The present invention relates to a wiring circuit board.

Conventionally, a wiring circuit board including a metal support layer, a base insulating layer disposed on the upper surface of the metal support layer, and a wiring disposed on the upper surface of the base insulating layer has been known (ref: for example, Patent Document 1 below).

In the wiring circuit board as described in Patent Document 1, when a first electronic component is moved in a thickness direction of the wiring circuit board with respect to a second electronic component in a state where a first portion of the wiring circuit board is fixed to the first electronic component, and a second portion away from the first portion is fixed to the second electronic component, there is a possibility that the wiring circuit board is curved in the thickness direction of the wiring circuit board in the vicinity of the first portion or the second portion.

Then, the stress is concentrated on a wiring disposed in the curved portion, and there is a possibility that a crack occurs in the wiring.

The present invention provides a wiring circuit board capable of suppressing the occurrence of a crack in a conductive pattern in the vicinity of an end portion of a wiring portion.

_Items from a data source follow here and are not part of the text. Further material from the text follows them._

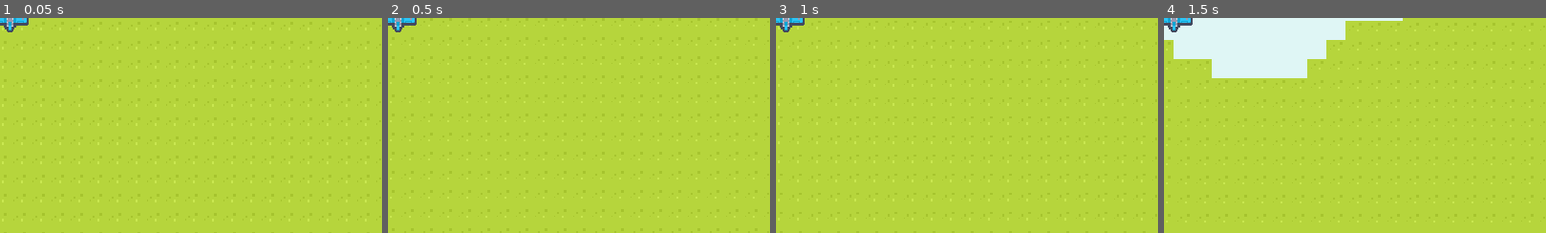
Above: before the commit, frames 1-4 (left to right).
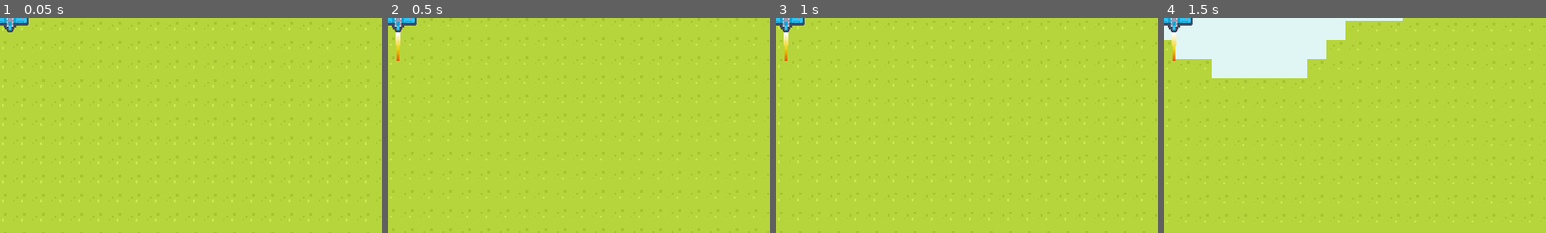
Above: after the commit, the same moments.

Repository: Pi-face/minijam39
Game: Godot game, scene res://Scenes/World.tscn
Same seed, same stepped clock (60 frames per second), same inputs: the game is played once before the commit and once after it.
Inputs:
- Up to frame 1 (0.05 s): no input
- Up to frame 2 (0.5 s): no input
- Up to frame 3 (1 s): no input
- Up to frame 4 (1.5 s): no input
The pictures show only the part of the screen within x 49-99%, y 50-100%; the shares and areas given below are measured in that part.

Frame 1 is identical in both runs. In frame 2, 0.1% of the frame differs, in the area x 2-4%, y 6-20%; in frame 3, 0.1%; in frame 4, 0.1%.

Commit message:
Add flame trail

Diff:
--- a/Scenes/Plane.tscn
+++ b/Scenes/Plane.tscn
@@ -1,21 +1,40 @@
-[gd_scene load_steps=4 format=3 uid="uid://bl83pjkv4jhn1"]
+[gd_scene load_steps=7 format=3 uid="uid://bl83pjkv4jhn1"]
 
 [ext_resource type="Script" path="res://Scripts/player.gd" id="1_2adeh"]
 [ext_resource type="Texture2D" uid="uid://cpfipr1cntkqu" path="res://Assets/ships_packed.png" id="2_e8yux"]
+[ext_resource type="Script" path="res://Scripts/jet_trail.gd" id="3_26tk7"]
 
-[sub_resource type="RectangleShape2D" id="RectangleShape2D_yxjev"]
-size = Vector2(104, 86)
+[sub_resource type="Curve" id="Curve_3bwvj"]
+_data = [Vector2(0, 0), 0.0, 0.0, 0, 0, Vector2(0.91277, 1), 0.0, 0.0, 0, 0, Vector2(1, 0.495798), 0.0, 0.0, 0, 0]
+point_count = 3
+
+[sub_resource type="Gradient" id="Gradient_8kwon"]
+offsets = PackedFloat32Array(0, 0.166008, 0.462451, 0.737154)
+colors = PackedColorArray(0, 0, 0, 0, 0.921569, 0, 0, 0.862745, 0.956863, 0.811765, 0, 0.862745, 1, 1, 1, 1)
+
+[sub_resource type="CapsuleShape2D" id="CapsuleShape2D_slml3"]
+radius = 4.0
+height = 26.0
 
 [node name="Player" type="CharacterBody2D"]
 script = ExtResource("1_2adeh")
 
 [node name="Sprite2D" type="Sprite2D" parent="."]
+z_index = 2
 texture_filter = 3
 texture = ExtResource("2_e8yux")
 region_enabled = true
 region_rect = Rect2(0, 4, 32, 24)
 
+[node name="Trail" type="Line2D" parent="Sprite2D"]
+top_level = true
+z_index = 1
+width = 5.0
+width_curve = SubResource("Curve_3bwvj")
+gradient = SubResource("Gradient_8kwon")
+script = ExtResource("3_26tk7")
+
 [node name="CollisionShape2D" type="CollisionShape2D" parent="."]
-shape = SubResource("RectangleShape2D_yxjev")
+shape = SubResource("CapsuleShape2D_slml3")
 
 [node name="Camera2D" type="Camera2D" parent="."]
--- /dev/null
+++ b/Scripts/jet_trail.gd
@@ -0,0 +1,8 @@
+extends Line2D
+
+@export var max_points : int = 30
+
+func _physics_process(_delta: float) -> void:
+	add_point(get_parent().global_position)
+	if points.size() > max_points:
+		remove_point(0)
--- a/Scripts/map_generator.gd
+++ b/Scripts/map_generator.gd
@@ -17,7 +17,6 @@
 				_generate_patch(Vector2i(x, y))
 
 	_clear_unused_patches(current_patch)
-	print(noise_patches.size())

The present invention [1] includes a wiring circuit board including a wiring portion extending in a first direction, and a first support portion supporting one end portion of the wiring portion, wherein the wiring portion has a metal support layer, a conductive pattern disposed on one side of the metal support layer in a thickness direction of the metal support layer, and an insulating layer disposed between the metal support layer and the conductive pattern in the thickness direction; the metal support layer has a first end edge of a one-side end edge and a second end edge of another side end edge in a second direction perpendicular to both the thickness direction and the first direction; the conductive pattern has a main body portion disposed away from the first support portion in the first direction and having a third end edge of the one-side end edge and a fourth end edge of the other-side end edge in the second direction, and a first portion disposed between the first support portion and the main body portion in the first direction and connected to the first support portion and having a fifth end edge of the one-side end edge and a sixth end edge of the other-side end edge in the second direction; the third end edge of the main body portion is disposed between a center of the metal support layer and the first end edge of the metal support layer in the second direction; and the fifth end edge of the first portion is disposed between the third end edge and the first end edge in the second direction.

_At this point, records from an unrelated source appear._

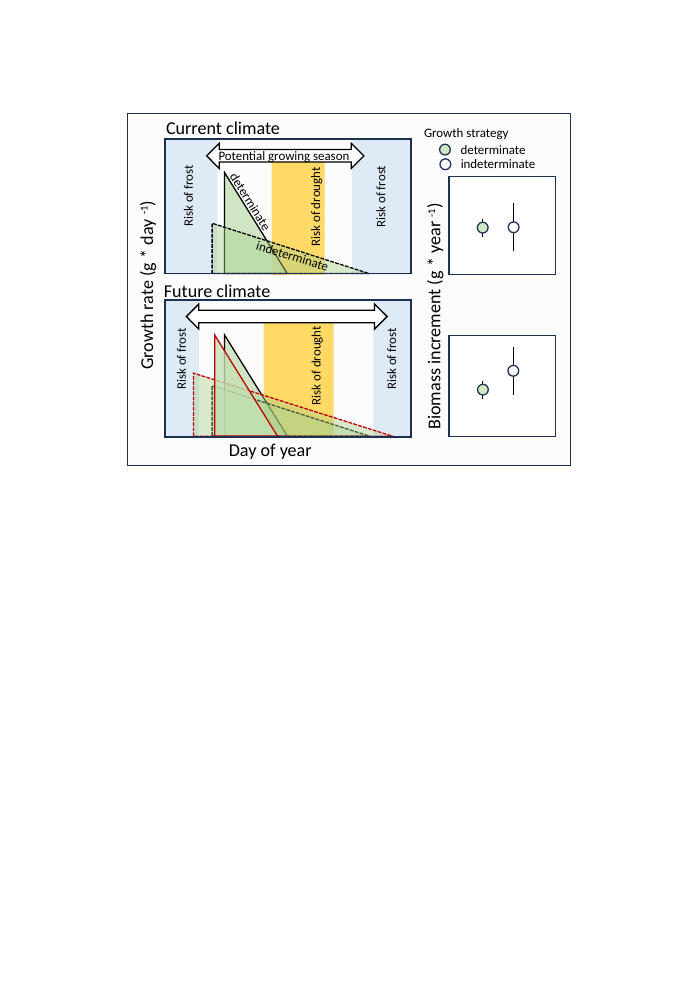
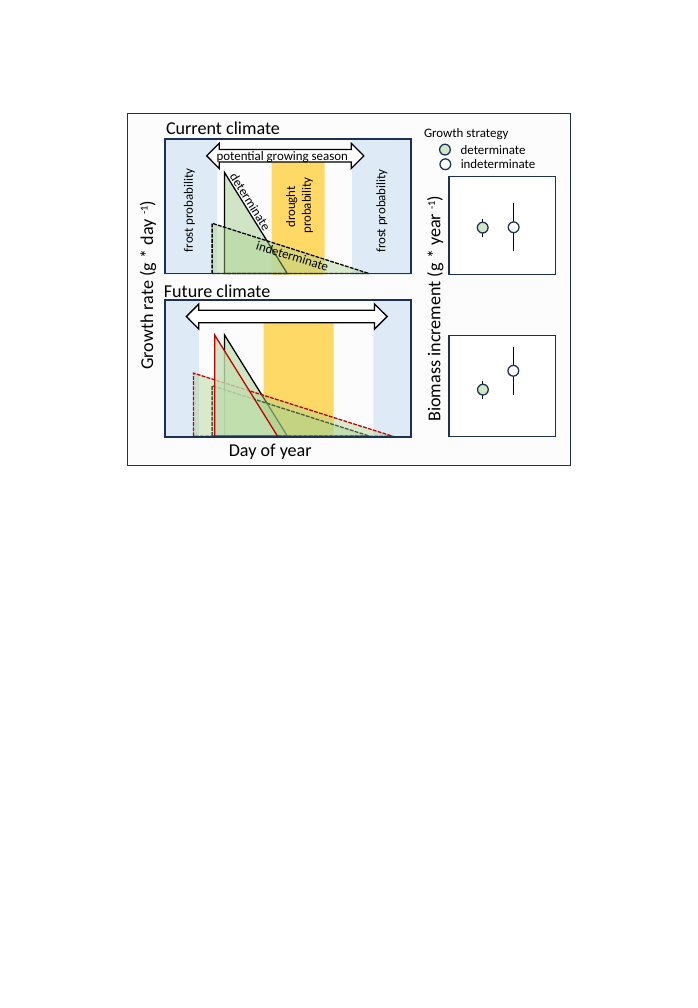
Before and after one commit to FrederikBaumgarten/PlantDeterminism, a slide deck: slide 21 of figures/figures_determinism.pptx. Drawn at 698x1008 pixels with LibreOffice and Linux fonts; fonts in the diff are those of the drawing. Boxes give left, top, right and bottom in pixels: in the first picture for what was removed or moved away, otherwise in the second. Text is boxed around its words. In the diff, an @@ line names an element or a change of style, - is before the commit and + after.

```diff
--- a/figures/figures_determinism.pptx
+++ b/figures/figures_determinism.pptx
@@ text at [217,149,348,164]: text changed @@
-Potential growing season
+potential growing season
@@ text at [181,174,197,252]: text changed @@
-Risk of frost
+frost probability
@@ text at [373,174,389,252]: text changed @@
-Risk of frost
+frost probability
@@ text "Biomass increment (g * year ...": place and size @@
-text "Biomass increment (g * year ..." at [423,209,445,428]
+text "Biomass increment (g * year ..." at [423,201,445,420]
@@ text at [283,182,314,232]: text changed @@
-Risk of drought
+drought
+probability
@@ text removed at [174,330,190,388] @@
-Risk of frost
@@ text removed at [308,331,324,404] @@
-Risk of drought
@@ text removed at [384,330,400,388] @@
-Risk of frost
```
Also in this commit, not shown: 4 other files.

According to such a configuration, the fifth end edge of the first portion is disposed between the third end edge and the first end edge in the second direction. In other words, the fifth end edge of the first portion is disposed closer to the first end edge of the metal support layer than the third end edge of the main body portion in the second direction.

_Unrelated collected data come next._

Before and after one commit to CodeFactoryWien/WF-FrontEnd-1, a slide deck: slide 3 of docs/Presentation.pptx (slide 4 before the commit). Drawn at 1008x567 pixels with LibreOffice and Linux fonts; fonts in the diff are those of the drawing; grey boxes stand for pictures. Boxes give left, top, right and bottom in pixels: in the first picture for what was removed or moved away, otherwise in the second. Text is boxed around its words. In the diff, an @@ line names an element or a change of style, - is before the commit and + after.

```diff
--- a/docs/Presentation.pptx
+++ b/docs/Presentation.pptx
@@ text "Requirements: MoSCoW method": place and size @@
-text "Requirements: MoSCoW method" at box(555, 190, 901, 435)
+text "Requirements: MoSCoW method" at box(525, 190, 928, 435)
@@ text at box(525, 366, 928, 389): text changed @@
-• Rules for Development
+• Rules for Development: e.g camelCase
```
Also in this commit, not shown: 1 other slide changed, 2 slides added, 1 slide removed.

Thus, it is possible to disperse the stress concentrated on the first portion to one side in the second direction with respect to the main body portion.

As a result, it is possible to suppress the concentration of the stress in the vicinity of one end portion of the wiring portion on the first portion, and suppress a crack in the conductive pattern in the vicinity of one end portion of the wiring portion.

The present invention [2] includes the wiring circuit board of the above-described [1], wherein the fourth end edge of the main body portion is disposed between the center of the metal support layer and the second end edge of the metal support layer in the second direction, and the sixth end edge of the first portion is disposed between the fourth end edge and the second end edge in the second direction.

According to such a configuration, the sixth end edge of the first portion is disposed between the fourth end edge and the second end edge in the second direction. In other words, the sixth end edge of the first portion is disposed closer to the second end edge of the metal support layer than the fourth end edge of the main body portion in the second direction.

Thus, it is possible to disperse the stress concentrated on the first portion to the other side in the second direction with respect to the main body portion.

As a result, it is possible to further suppress the concentration of the stress in the vicinity of one end portion of the wiring portion on the first portion, and further suppress the crack in the conductive pattern in the vicinity of one end portion of the wiring portion.

The present invention [3] includes the wiring circuit board of the above-described [1] or [2], wherein the conductive pattern has a wiring, and a width of the wiring in the first portion is wider than the width of the wiring in the main body portion.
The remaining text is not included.